Now use the Random Forest on the insurance data set. Use validation curves to optimize the hyperparameters. Estimate generalization error on 3 rounds of 10 fold cross validation. Instead of learning curves, examine the importance of the features. How does this compare with your linear regression from before?

In [11]:
seed = 101
set_seed(seed)

features = ['age', 'smoker', 'bmi_above_30', 'sex', 'children', 'region']

# Train, test, split the data
X = df[features] # Features
y = df['charges'] # Labels

# Split dataset into training set and test set
X_train, X_test, y_train, y_test = train_test_split(X, y, test_size=0.3) # 70% training and 30% test

from sklearn.ensemble import RandomForestRegressor

rfc=RandomForestRegressor(random_state=seed)

#Train the model using the training sets 
rfc.fit(X_train,y_train)
y_true = np.array(y_test)
y_pred = rfc.predict(X_test)

# Print Evaluation Metrics
print('Decision Tree Regressor,  R^2: %f' % rfc.score(X_test, y_test))
print('Decision Tree Regressor, RMSE: %f' % rmse(y_true, y_pred))
Decision Tree Regressor,  R^2: 0.802658
Decision Tree Regressor, RMSE: 5258.792263
In [12]:
def validation_curve(seed, X, y, min_val, max_val, step, test_size=0.30):
    train_scores = []
    test_scores = []
    
    for i in range(min_val, max_val + 10):
        from sklearn.model_selection import train_test_split
        X_train, X_test, y_train, y_test = train_test_split(X, y, test_size=test_size, random_state=seed)
        reg = RandomForestRegressor(random_state=seed, n_estimators=i)
        reg.fit(X_train, y_train)
        y_pred = reg.predict(X_train)
        train_scores.append(rmse(y_train, y_pred))
        y_pred = reg.predict(X_test)
        test_scores.append(rmse(y_test, y_pred))
    return train_scores, test_scores

seed = 101
min_val = 10
max_val = 100
step = 10
param_range = range(min_val, max_val + step)
x_label = 'No. of Trees in RandomForest'
y_label = 'RMSE'
title = "Validation Curves for {0} to {1} trees in forest".format(min_val, max_val)

train_scores, test_scores = validation_curve(seed, X, y, min_val, max_val, step=200)
In [13]:
figure = plt.figure(figsize=(10,6))
axes = figure.add_subplot(1, 1, 1)
axes.plot(param_range, train_scores, 'o-', color="steelblue", alpha=0.75, label="Training score")
axes.plot(param_range, test_scores, "o-", color="firebrick", alpha=0.75, label="Test score")
axes.set_xlabel(x_label)
axes.set_ylabel(y_label)
axes.set_title(title)
plt.legend(loc="best")
plt.show()
plt.close()

There is no difference when it comes to increasing number of trees in random forest, so tuning this hyperparameter won't help.
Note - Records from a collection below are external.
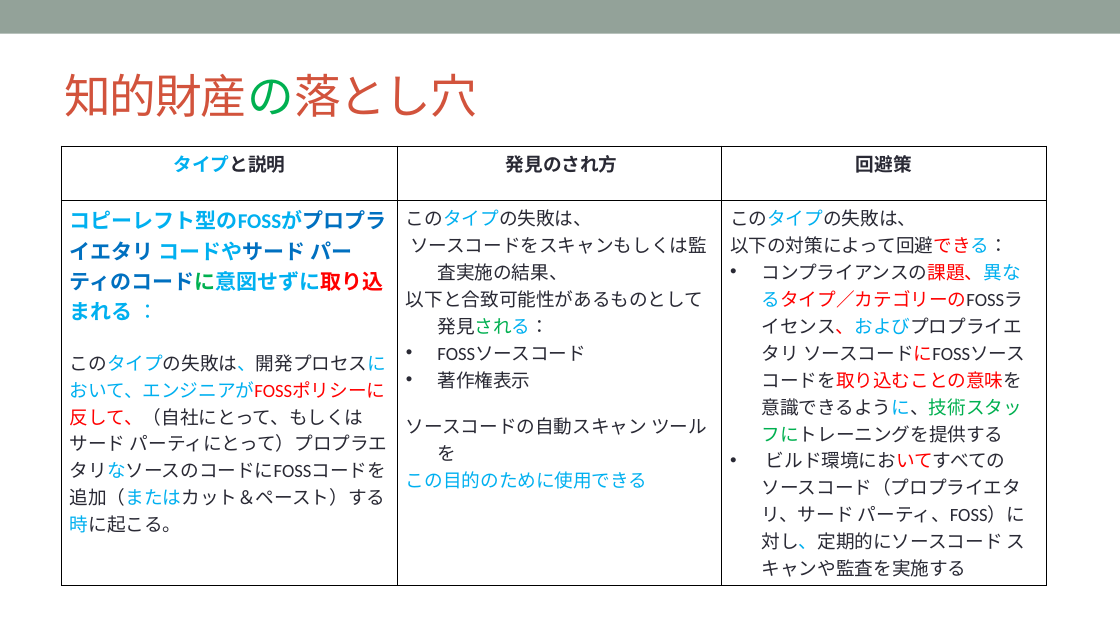
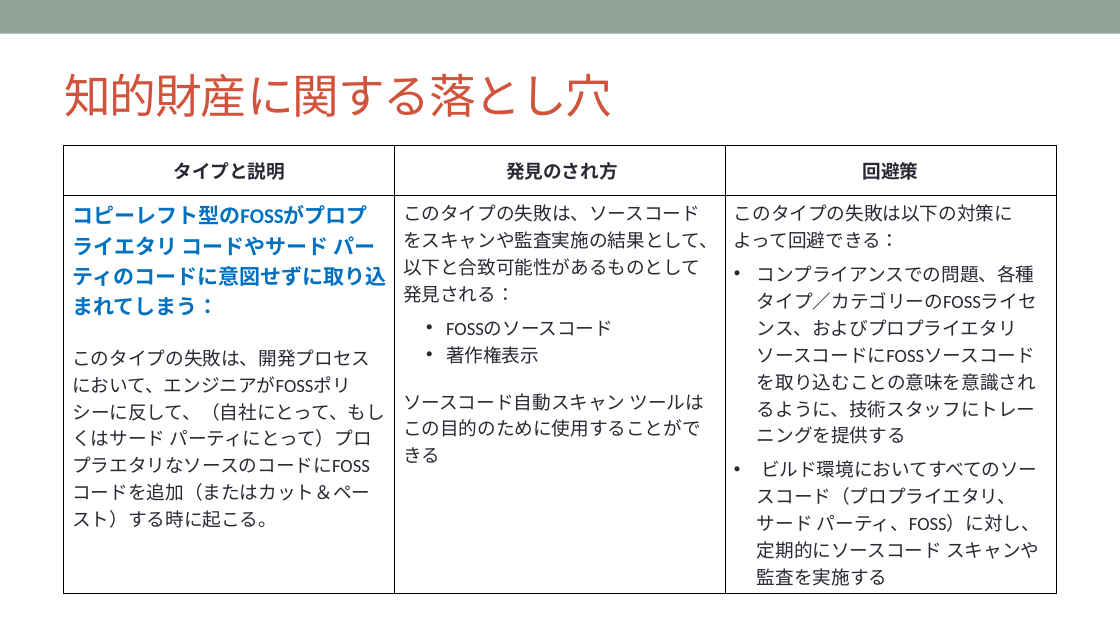
Before and after one commit to OpenChain-Project/Curriculum-Translation-JP, a slide deck: slide 68 of RC/openchain-curriculum-release-2-jp_rc1.0.pptx. Drawn at 1120x630 pixels with LibreOffice and Linux fonts; fonts in the diff are those of the drawing; background and template pictures are left out. Boxes give left, top, right and bottom in pixels: in the first picture for what was removed or moved away, otherwise in the second. Text is boxed around its words. In the diff, an @@ line names an element or a change of style, - is before the commit and + after.

```diff
--- a/RC/openchain-curriculum-release-2-jp_rc1.0.pptx
+++ b/RC/openchain-curriculum-release-2-jp_rc1.0.pptx
@@ title at box(64, 73, 612, 117): text changed @@
-知的財産の落とし穴
+知的財産に関する落とし穴
@@ table at box(64, 145, 1057, 590) @@
-row 2: コピーレフト型のFOSSがプロプライエタリ コードやサード パーティのコードに意図せずに取り込まれる ： / このタイプの失敗は、開発プロセスにおいて、エンジニアがFOSSポリシーに反して、（自社にとって、もしくはサード パーティにとって）プロプラエタリなソースのコードにFOSSコードを追加（またはカット＆ペースト）する時に起こる。 | このタイプの失敗は、 / ソースコードをスキャンもしくは監査実施の結果、 / 以下と合致可能性があるものとして発見される： / FOSSソースコード / 著作権表示 / ソースコードの自動スキャン ツールを / この目的のために使用できる | このタイプの失敗は、 / 以下の対策によって回避できる： / コンプライアンスの課題、異なるタイプ／カテゴリーのFOSSライセンス、およびプロプライエタリ ソースコードにFOSSソースコードを取り込むことの意味を意識できるように、技術スタッフにトレーニングを提供する / ビルド環境においてすべてのソースコード（プロプライエタリ、サード パーティ、FOSS）に対し、定期的にソースコード スキャンや監査を実施する
+row 2: コピーレフト型のFOSSがプロプライエタリ コードやサード パーティのコードに意図せずに取り込まれてしまう： / このタイプの失敗は、開発プロセスにおいて、エンジニアがFOSSポリシーに反して、（自社にとって、もしくはサード パーティにとって）プロプラエタリなソースのコードにFOSSコードを追加（またはカット＆ペースト）する時に起こる。 | このタイプの失敗は、ソースコードをスキャンや監査実施の結果として、以下と合致可能性があるものとして発見される： / FOSSのソースコード / 著作権表示 / ソースコード自動スキャン ツールはこの目的のために使用することができる | このタイプの失敗は以下の対策によって回避できる： / コンプライアンスでの問題、各種タイプ／カテゴリーのFOSSライセンス、およびプロプライエタリ ソースコードにFOSSソースコードを取り込むことの意味を意識されるように、技術スタッフにトレーニングを提供する / ビルド環境においてすべてのソースコード（プロプライエタリ、サード パーティ、FOSS）に対し、定期的にソースコード スキャンや監査を実施する
@@ text colour #00B0F0 to #292934 in "タイプと説明" @@
@@ indent changed @@
@@ table: place and size @@
-table at box(61, 146, 1046, 586)
+table at box(64, 145, 1057, 590)
```
Also in this commit, not shown: 30 other slides changed.

This was missing from the submission.

Feature Importance

Let's look at the feature importance:

In [31]:
figure = plt.figure(figsize=(10,6))

axes = figure.add_subplot(1, 1, 1)



axes.bar(list(range(0, len(features))), rfc.feature_importances_)
axes.set_xticks(np.arange(len(features)))
axes.set_xticklabels(features, rotation = 45)

axes.set_ylabel("Weight")
axes.set_title("Feature Importance Weights from Random Forest")

plt.show()
plt.close()

Although the importance is similar to what we saw for regression

Remember what classification/regression is. We have observations (X, y). We believe there is a relationship f(X) and we want to learn it but we have no idea of knowing what shape f(X) has. We use an algorithm G(X, y) to learn an approximation of f(X), which we call F(X). G(X, y) is a specific algorithm so it might be CART or C4.5 or it could be Ordinary Least Squares or Stochastic Gradient Descent. The result is a model F(X) we can use to make estimates/predictions. F(X) has a representation bias. f(X) is probably not "really" a decision tree but it can be approximated by a decision tree or perhaps a linear model approximates it better.

Because of the representation bias, the features determined to be important by a, say, Random Forest may not be the same features identified to be important by a Linear Regression (and confidence intervals).